I told you how I would fix it–zero on the y axis, perhaps more history. If you want to get into the data, you can pull out that part that you want to focus on, but not without the context in the first chart with the y-axis zero.

I know I’m in the minority on this, but in the real world you need to be crystal clear and not confuse your users any more than necessary. Just because it’s common practice to make graphs where the ratios shown are out of whack doesn’t make it right.

If you read my earlier comments, you’d see that I agree that there are plenty of times when non-zero y-axes are preferred. This just ain’t one of 'em!


#19

My favorite Fox graphs are the ones where the graphs themselves simply fail to accurately plot the changes in numbers that don’t fit the narrative they’re trying to sell - they do it quite frequently, eg:


#20

Nor would I, as I mentioned…

And neither did they.

So, as discussed. The graph needed context. It had context. In the video it was mentioned as an example about data axes, but it was never actually delivered without the useful information that we both agree is necessary.
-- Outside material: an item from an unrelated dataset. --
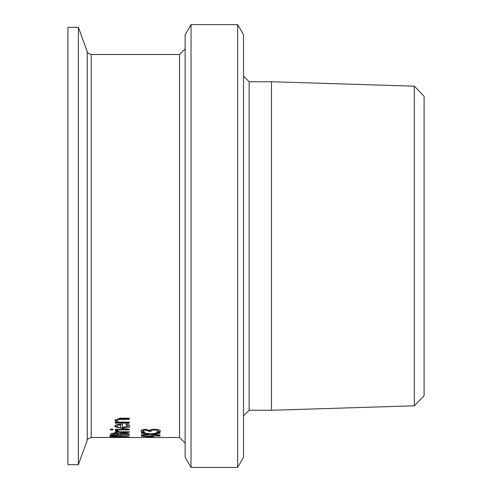 <?xml version="1.0" encoding="UTF-8"?>
<svg xmlns="http://www.w3.org/2000/svg" width="492" height="492" viewBox="0 0 492 492"><rect width="100%" height="100%" fill="white"/><g stroke="black" fill="none" stroke-linecap="round" stroke-linejoin="round"><path stroke-width="0.74" d="M142.09 432.179L140.94 430.937L141.997 429.836L145.447 429.338L149.808 430.346L151.019 429.621L154.476 429.227L158.682 429.725L160.41 431.017L159.26 432.302L156.61 432.302L158.246 431.053L157.2 430.279L154.291 429.983L151.579 430.303L150.915 431.355L148.842 431.355L148.842 430.654L145.706 429.602L143.676 429.879L143.104 430.506L143.695 431.687L144.74 432.179L142.09 432.179L140.94 430.451M150.915 431.355L150.915 430.869L148.842 430.869M158.246 431.053L157.2 429.793L154.291 429.498L151.579 429.817L150.915 431.072M160.41 430.531L159.26 431.822L157.575 431.822M143.713 431.699L142.09 431.699M159.26 432.302L159.26 431.822M157.2 430.279L157.2 429.793M148.842 431.133L145.706 430.088L143.676 430.365L143.104 430.992M112.705 437.388L110.177 437.081L112.705 436.576L119.913 436.342L127.102 436.576L129.648 437.081L112.705 437.21M128.972 436.81L127.496 436.908M112.324 436.908L110.86 436.81M112.324 437.074L127.496 437.074L119.913 436.613L112.324 437.074L112.324 436.613M127.496 437.074L127.496 436.613M129.255 434.793L127.133 434.793M120.226 434.793L118.154 434.793M112.686 434.793L110.571 434.793M120.712 433.261L120.226 434.867L127.133 434.867L126.346 433.231L123.621 432.954L120.712 433.261L120.226 434.368M127.133 434.516L126.346 433.231M113.172 433.329L112.686 434.867L118.154 434.867L117.533 433.821L113.172 433.803L113.172 433.329L115.128 433.132L117.533 433.347L118.154 434.368M113.172 433.803L112.686 434.448M126.346 433.704L120.712 433.741M110.571 434.43L111.327 433.477L114.777 433.065L118.867 433.618L123.517 432.868L127.742 433.292L129.255 434.356L129.255 435.266L110.571 435.266L110.571 434.43M109.734 436.09L109.734 435.734L117.004 435.807L109.734 436.09M115.233 429.399L129.255 429.178L115.233 429.399M129.255 429.178L129.255 429.885L115.233 429.885L115.233 429.178M117.76 430.42L115.306 430.42L117.324 431.767L117.324 431.281L115.233 430.199M117.76 430.451L117.656 430.801L117.656 430.42M117.656 430.801L119.304 431.767L129.255 431.767L129.255 432.339L115.233 432.339L115.233 431.767L117.324 431.767M129.255 431.767L115.233 431.767M127.514 426.004L125.817 424.178L128.387 424.178L129.568 425.992C130.441 427.24 128.025 428.04 122.317 428.403L114.839 426.201L116.401 424.688L122.483 424.079L122.483 427.616L127.514 426.004L126.561 424.178M129.55 425.74L122.317 427.911C116.77 427.628 114.279 426.89 114.839 425.703M117.865 424.774L116.776 426.25L117.883 427.228L120.681 427.616L120.681 424.473L117.865 424.774L116.776 426.25M120.681 424.971L117.865 425.272M126.893 424.928L126.893 424.43M112.902 429.129L112.902 429.928L110.448 429.928L110.448 429.129L112.902 429.129L112.902 429.442L110.448 429.442L110.448 429.129M116.795 422.124L114.839 420.242L120.153 418.175L129.255 418.175L129.255 419.307L118.123 419.516L117.078 420.525L118.775 422.124L129.255 422.124L129.255 422.61L115.233 422.61L115.233 422.124L116.795 422.124L116.795 421.613L114.839 419.731M129.255 418.79L118.123 418.999L117.078 420.525M129.255 422.124L129.255 423.114L115.233 423.114L115.233 422.124M144.193 437.468L149.808 437.468M141.333 437.486L153.049 437.486M91.198 54.495C87.859 53.13 86.543 52.207 87.25 51.728L87.25 440.272C86.543 439.793 87.859 438.87 91.198 437.505L91.198 54.495L179.531 54.495L179.531 437.505L152.871 437.505M151.579 436.127L144.285 436.127L151.579 436.779L151.579 435.512L160.017 436.127L153.596 435.82M153.596 436.127L153.596 436.939L150.964 436.939L141.333 436.115L151.579 435.82M144.285 435.937L143.067 435.82M153.596 436.472L151.579 436.472M144.285 436.127L144.285 435.82M150.706 437.413L150.706 437.062L152.975 437.062L152.975 437.413L150.706 437.413M150.657 434.418L150.657 433.938L160.017 434.983L160.017 435.402L150.657 434.418L141.333 435.371L141.333 434.922L148.645 434.128L141.333 433.206L141.333 432.609L150.54 433.864L160.017 432.609L160.017 433.243L152.563 434.159L152.563 433.686L160.017 432.609M148.645 434.128L148.645 433.655L141.333 432.609M150.657 433.938L144.23 434.621M414.295 246L414.295 405.814L271.486 410.26L271.486 81.74L414.295 86.186L414.295 246M414.295 405.814L424.098 395.697L424.098 96.303L414.295 86.186M78.363 27.312L67.902 27.312L67.902 464.688L78.363 464.688L78.363 27.312L87.25 51.728M237.63 24.6L243.522 34.803L243.522 457.197L237.63 467.4L237.63 24.6L191.031 24.6L191.031 467.4L237.63 467.4M191.031 24.6L185.14 34.803L185.14 457.197L191.031 467.4M154.291 429.983L154.291 429.498M151.579 430.303L151.579 429.817M145.706 430.088L145.706 429.602M143.676 430.365L143.676 429.879M117.533 433.821L117.533 433.347M115.128 433.612L115.128 433.132M123.621 433.427L123.621 432.954M122.317 428.403L122.317 427.911M118.123 419.516L118.123 418.999M121.26 419.307L121.26 418.79M243.522 415.863L249.13 410.254L249.13 81.746L243.522 76.137M91.198 437.505L141.579 437.505M143.935 437.505L150.38 437.505M249.13 410.254L271.486 410.254M249.13 81.746L271.486 81.746M87.25 440.272L78.363 464.688M179.531 437.505L185.14 443.114M179.531 54.495L185.14 48.886"/></g></svg>

What I wouldn’t do is go off on a specific graph without double-checking that, because that’d be really embarrassing.

:wink:

(and yes, I know, this is a forum and not work, we shouldn’t have to be constantly on our toes, but we should be responsible in our slams)

You are definitely in the minority on this one…yes.

I’d have added a compressed lower bound (so, to zero,but not wasting a ton of whitespace or overflattening the data) and perhaps also included information on the impacts of percentage reductions so that there’s more useful context.

It is very difficult to read more than a slight trend on the zero axis version of the graph, which makes it largely useless to anybody other than an industry expert, I would not have considered a full zero axis variant a good use of space, though I could see doing a small thumbnail one that somebody could zoom in on.

Also, and this is important and you know this as well as I do…catastrophic is not zero in this case, and that graph was demonstrating the degree of catastrophe. I could see using the unemployment rates in other recessions (though the great depression is an outlier and I wouldn’t consider that a great choice) as a lower bound with appropriate indicators.

I see almost no value in the zero axis graph in this case, not as a full page at least. Maybe in an appendix or something. I believe I’m in the majority (or at least plurality) on this one, no?